For the dataset Bio_2, kinase-reacted sites were identified by matching the localized phosphosites to the kinase database. Kinase information (Kinase_Substrate_Dataset.txt) was downloaded from PhosphoSitePlus76 (access date 2021-12). The sequence logo was constructed by WebLogo (version 3.7.4). The type was set as protein and units were set as probability. For the dataset Bio_3, DeepFLR and MaxQuant results were processed to produce a.txt file of localized protein phosphosites quantification matrix to be compatible with Perseus (version 1.6.15.0). The quantification information of each protein phosphosite was the summed quantification information of all phosphopeptides corresponding to the protein phosphosite. Processed by Perseus, only protein phosphosites with a minimum of two valid values in at least one treatment group (no treatment, EGF treated only, and EGF treated with different MEK inhibitors of Cobimetinib (5 μM or 0.5 μM) or PD0325901 (5 μM or 0.5 μM)) were kept, and then subjected to log2(x) transformation and z-score normalization. Missing values were imputed by randomly sampling the lower end of the normal distribution (width 0.3 and downshift 1.8 as the default settings of Perseus) in the whole matrix. One-way ANOVA significance test was performed with parameter settings of s0 = 0 and Permutation-based FDR = 0.05 to identify significantly regulated sites with ANOVA q-value <0.05. Heatmaps of all significantly regulated phosphorylation sites were generated by unsupervised hierarchical clustering using Euclidean distance. The sequence logo was constructed by WebLogo (version 3.7.4).
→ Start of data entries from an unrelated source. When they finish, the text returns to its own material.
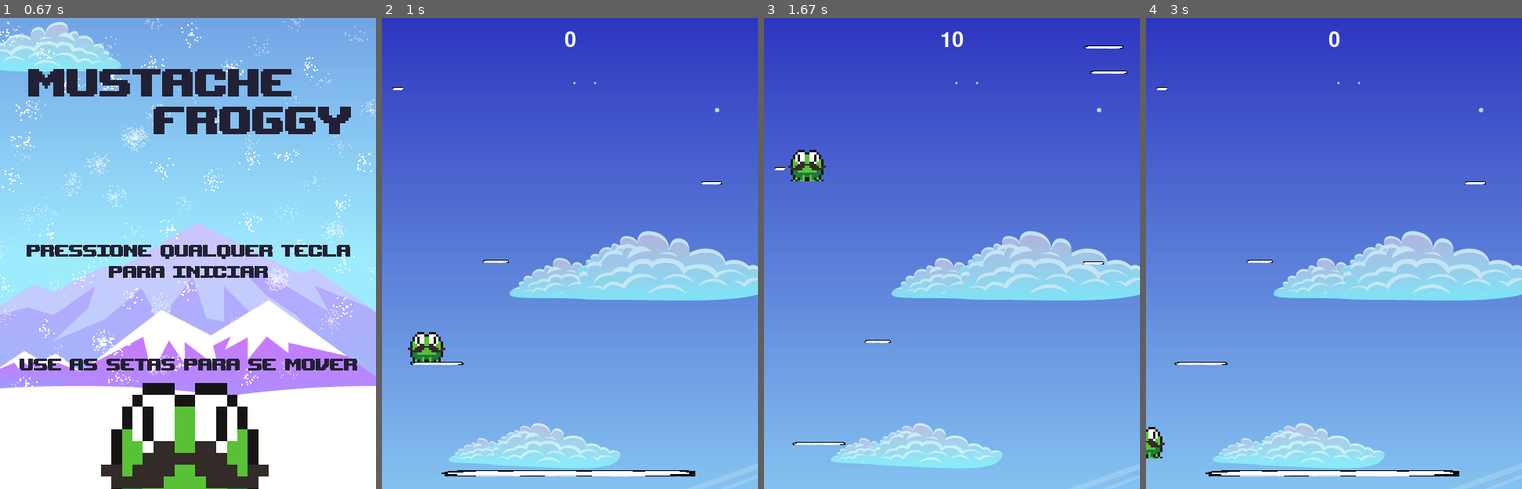
Above: before the commit, frames 1-4 (left to right).
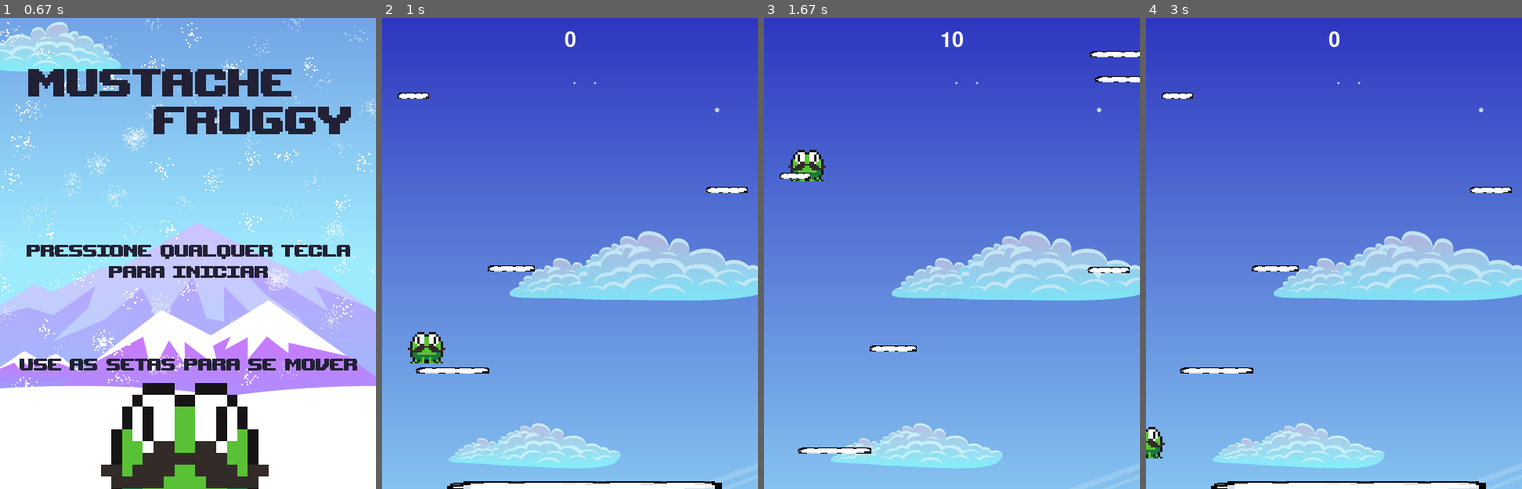
Above: after the commit, the same moments.

Repository: gabrielmmh/PyGame
Game: pygame game, started from main.py
The game is run twice, just before and just after one commit, with the same random seed, the same clock (stepped at 60 frames per second) and the same inputs.
Inputs:
- Up to frame 1 (0.67 s): hold Right from 0.33 s (still down)
- Up to frame 2 (1 s): release Right at 0.8 s; hold Right from 0.83 s (still down)
- Up to frame 3 (1.67 s): release Right at 1.3 s; hold Left from 1.33 s (still down)
- Up to frame 4 (3 s): release Left at 1.87 s; hold Left 1.9-2.3 s; hold Right 2.33-2.97 s

Frame 1 is identical in both runs. In frame 2, 2.9% of the frame differs, in the area x 2-98%, y 14-100%; in frame 3, 1.3%; in frame 4, 2.9%.

Commit message:
alterando  algumas coisas

Diff:
--- a/main.py
+++ b/main.py
@@ -149,7 +149,7 @@
         self.draw_text('Você matou o sapo!', 30, BRANCO, LARGURA/2, ALTURA/4)
         self.draw_text('Pontuação: '+ str(self.score), 22, BRANCO, LARGURA/2, ALTURA/2)
         self.draw_text('Clique em qualquer tecla para jogar novamente', 22, BRANCO, LARGURA/2, ALTURA * 4/5)
-        self.draw_text('Por Pedro Civita, Lucas Tachdjian e Gabriel Hermida', 22, BRANCO, LARGURA/2, ALTURA * 4/5 + 80)
+        #self.draw_text('Por Pedro Civita, Lucas Tachdjian e Gabriel Hermida', 22, BRANCO, LARGURA/2, ALTURA * 4/5 + 80)
         if self.score > self.maior_pont:
             self.maior_pont = self.score
             self.draw_text('NOVO RECORDE!', 22, BRANCO, LARGURA/2, ALTURA/2 + 50)
--- a/sprites.py
+++ b/sprites.py
@@ -23,6 +23,9 @@
         self.pos = vec(0, ALTURA - 40,)
         self.vel = vec(0, 0)
         self.acc = vec(0, 0)
+        self.tempo = 0
+        self.index_image = 0
+
     #--------------------------------------------------------------------------------------------------------
     def load_image(self):
         #personagem
@@ -42,7 +45,7 @@
             a = pg.transform.scale(a,(60,60))
             a.set_colorkey(PRETO)
 
-        self.animation = {'stand':[self.stand], 'air':[self.air]}
+        self.animation = {'stand':self.stand, 'air':self.air}
     #---------------------------------------------------------------------------------------------------
     def update(self):
         #movimentacao com setas do teclado
@@ -65,7 +68,14 @@
             self.pos.x = LARGURA
 
         self.rect.midbottom = self.pos
+        ''' self.status()
+        anime = self.animation[self.status]
+        if self.vel.y > 0:
 
+            center = self.rect.center
+            self.image = anime[0]
+            self.rect = self.image.get_rect()
+            self.rect.center = center '''
     #---------------------------------------------------------------------------------------------------
     def status(self):
         if self.pos.y > 1 or self.pos.y < -1 :
@@ -107,7 +117,7 @@
         pg.sprite.Sprite.__init__(self)
         nuvem = pg.image.load(path.join(img_dir,"Nuvem.png")).convert()
         self.image = nuvem
-        self.image = pg.transform.scale (nuvem, (l, h))
+        self.image = pg.transform.scale (nuvem, (l+40, h*1.9))
         self.image.set_colorkey(PRETO)
         self.rect = self.image.get_rect()
         self.rect.x=x
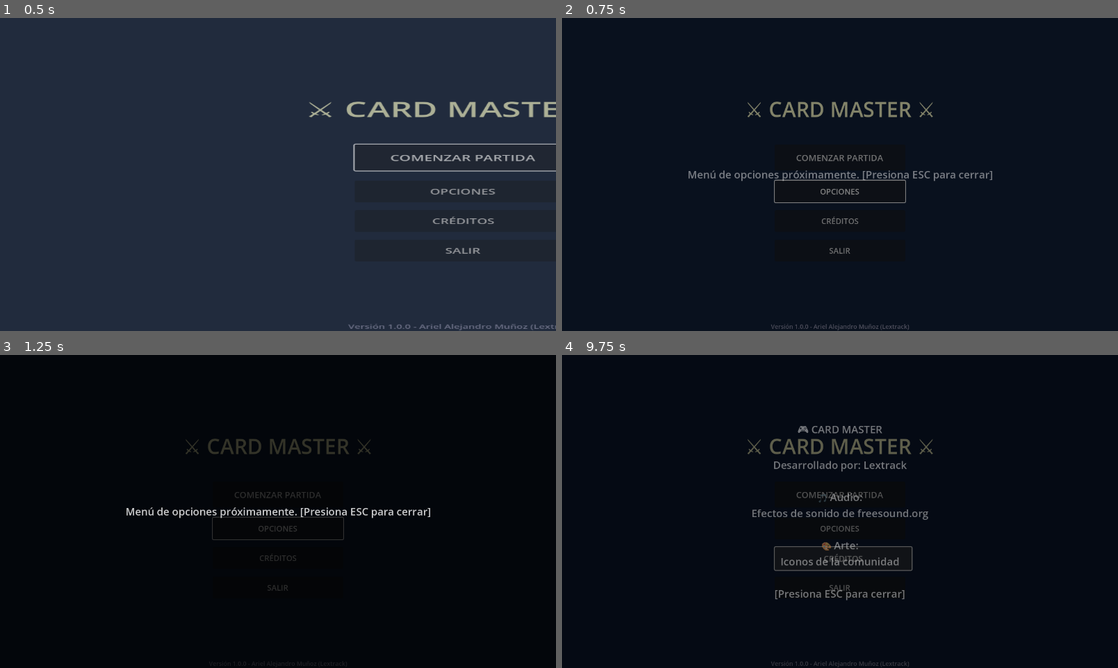
Above: before the commit, frames 1-4 (two rows, left to right).
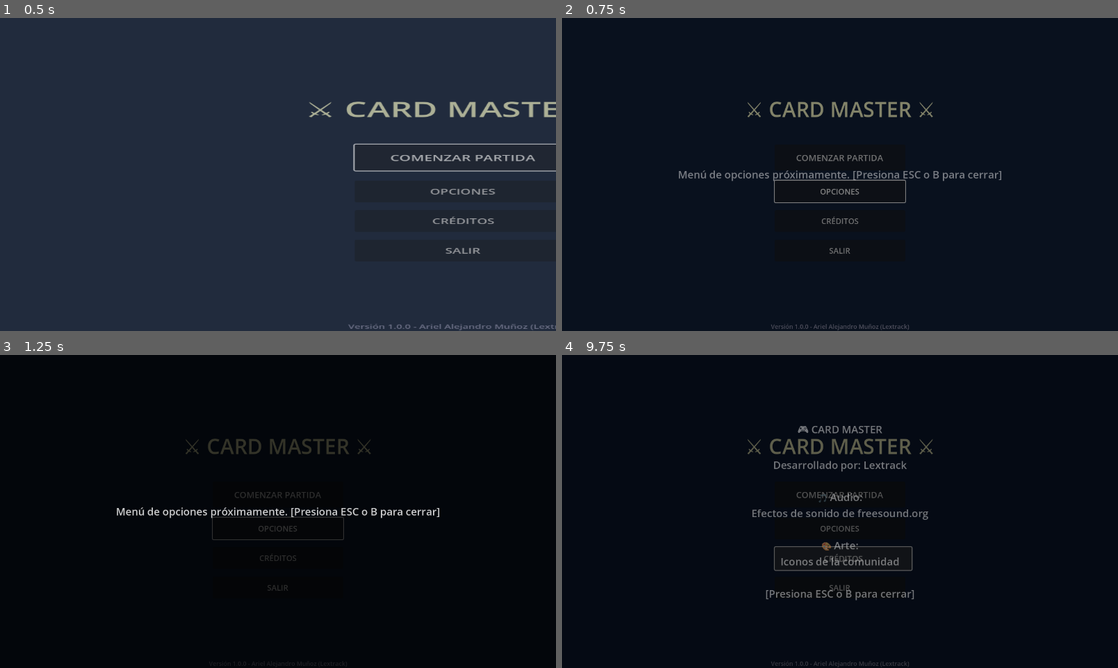
Above: after the commit, the same moments.

Repository: lextrack/Cards
Game: Godot game, scene res://scenes/MainMenu.tscn
The game is run twice, just before and just after one commit, with the same random seed, the same clock (stepped at 60 frames per second) and the same inputs.
Inputs (mouse positions are in pixels of both pictures, inside the frame that each line leads up to):
- Up to frame 1 (0.5 s): no input
- Up to frame 2 (0.75 s): click "OPCIONES" at 0.5 s
- Up to frame 3 (1.25 s): no input
- Up to frame 4 (9.75 s): click "CRÉDITOS" at 1.25 s; click "COMENZAR PARTIDA" at 2 s; click "COMENZAR PARTIDA" at 2.75 s; click "⬅️ VOLVER" at 3.5 s; tap Enter (ui_accept) at 4.25, 5.85, 6.02, 6.32, 7.35, 7.52, 7.82, 8.85, 9.02, 9.32 s; move the mouse to (962, 495) at 4.27 s; hold Enter (ui_accept) 4.28-5 s; click (962, 495) at 4.42 s; click "🎮 COMENZAR" at 5 s; move the mouse to (728, 527) at 5.77 s; click (728, 527) at 5.92 s; move the mouse to (695, 511) at 6.52 s; hold Enter (ui_accept) 6.53-7.28 s; click (695, 511) at 6.67 s; move the mouse to (734, 511) at 7.27 s; click (734, 511) at 7.42 s; tap R (restart_game) at 8 s; move the mouse to (767, 511) at 8.02 s; hold Enter (ui_accept) 8.03-8.78 s; click (767, 511) at 8.17 s; tap Escape (ui_cancel) at 8.65 s; move the mouse to (695, 511) at 8.77 s; click (695, 511) at 8.92 s; click "CRÉDITOS" at 9.5 s

Frame 1 is identical in both runs. In frame 2, 0.7% of the frame differs, in the area x 21-79%, y 48-53%; in frame 3, 0.9%; in frame 4, 0.3%.

Commit message:
gamepad support for mainmenu and difficultymenu

Diff:
--- a/project.godot
+++ b/project.godot
@@ -34,6 +34,21 @@
 "events": [Object(InputEventKey,"resource_local_to_scene":false,"resource_name":"","device":-1,"window_id":0,"alt_press …(192 unchanged characters)…
 ]
 }
+gamepad_accept={
+"deadzone": 0.2,
+"events": [Object(InputEventJoypadButton,"resource_local_to_scene":false,"resource_name":"","device":-1,"button_index":0,"pressure":0.0,"pressed":true,"script":null)
+]
+}
+gamepad_cancel={
+"deadzone": 0.2,
+"events": [Object(InputEventJoypadButton,"resource_local_to_scene":false,"resource_name":"","device":-1,"button_index":1,"pressure":0.0,"pressed":true,"script":null)
+]
+}
+gamepad_info={
+"deadzone": 0.2,
+"events": [Object(InputEventJoypadButton,"resource_local_to_scene":false,"resource_name":"","device":-1,"button_index":3,"pressure":0.0,"pressed":true,"script":null)
+]
+}
 
 [rendering]
 
--- a/scripts/DifficultyMenu.gd
+++ b/scripts/DifficultyMenu.gd
@@ -323,3 +323,14 @@
 			_on_start_pressed()
 		elif back_button.has_focus():
 			_on_back_pressed()
+
+	elif event.is_action_pressed("gamepad_accept"):
+		if normal_card.has_focus() or hard_card.has_focus() or expert_card.has_focus():
+			_on_start_pressed()
+		elif start_button.has_focus():
+			_on_start_pressed()
+		elif back_button.has_focus():
+			_on_back_pressed()
+
+	elif event.is_action_pressed("gamepad_cancel"):
+		_on_back_pressed()
--- a/scripts/MainMenu.gd
+++ b/scripts/MainMenu.gd
@@ -53,9 +53,6 @@
 		button.focus_entered.connect(_on_button_focus.bind(button))
 
 func setup_audio():
-	# Música del menu
-	# menu_music_player.stream = preload("res://audio/music/menu_music.ogg")
-	# menu_music_player.play()
 	pass
 
 func play_entrance_animation():
@@ -90,11 +87,7 @@
 		return
 
 	play_ui_sound("button_click")
-	show_coming_soon("Menú de opciones próximamente. [Presiona ESC para cerrar]")
-
-	# Cuando tengas el menú de opciones:
-	# is_transitioning = true
-	# TransitionManager.fade_to_scene("res://scenes/OptionsMenu.tscn", 1.0)
+	show_coming_soon("Menú de opciones próximamente. [Presiona ESC o B para cerrar]")
 
 func _on_credits_pressed():
 	if is_transitioning:
@@ -164,7 +157,7 @@
 	🎨 Arte:
 	Iconos de la comunidad
 
-	[Presiona ESC para cerrar]
+	[Presiona ESC o B para cerrar]
 	"""
 
 	transition_label.text = credits_text
@@ -190,7 +183,6 @@
 	get_tree().quit()
 
 func play_ui_sound(sound_type: String):
-	"""Reproduce sonido de UI"""
 	match sound_type:
 		"button_click":
 			ui_player.stream = preload("res://audio/ui/button_click.wav")
@@ -200,23 +192,19 @@
 			pass
 
 func play_hover_sound():
-	"""Reproduce sonido de hover"""
-	# hover_player.stream = preload("res://audio/ui/hover.wav")
-	# hover_player.play()
 	pass
 
 func _input(event):
 	if is_transitioning:
 		return
 
-	if event.is_action_pressed("ui_cancel"):
+	if event.is_action_pressed("ui_cancel") or event.is_action_pressed("gamepad_cancel"):
 		if transition_layer.visible and transition_layer.modulate.a > 0.5:
 			hide_popup()
 		else:
 			_on_exit_pressed()
 
-	elif event.is_action_pressed("ui_accept"):
-		# Enter para comenzar partida
+	elif event.is_action_pressed("ui_accept") or event.is_action_pressed("gamepad_accept"):
 		if play_button.has_focus():
 			_on_play_pressed()
 		elif options_button.has_focus():

The type was set as protein and units were set as bits. The kinase substrate information used to draw the sequence logo of ERK1/2 substrates was from the aforementioned kinase database (Kinase_Substrate_Dataset.txt). Visualization was performed using custom scripts in R (4.0.2) with the following packages: VennDiagram (1.6.20), ComplexHeatmap (2.13.2) and ggplot2 (3.3.2). For coefficient of variation (CV) calculation in DIA analysis, the quantification was denormalized and then uploaded to Perseus to calculate phosphosite stoichiometry by a custom-coded plugin Peptide collapse (version 1.4.4) downloaded from https://github.com/AlexHgO/Perseus_Plugin_Peptide_Collapse.

Reporting summary

Further information on research design is available in the Nature Portfolio Reporting Summary linked to this article.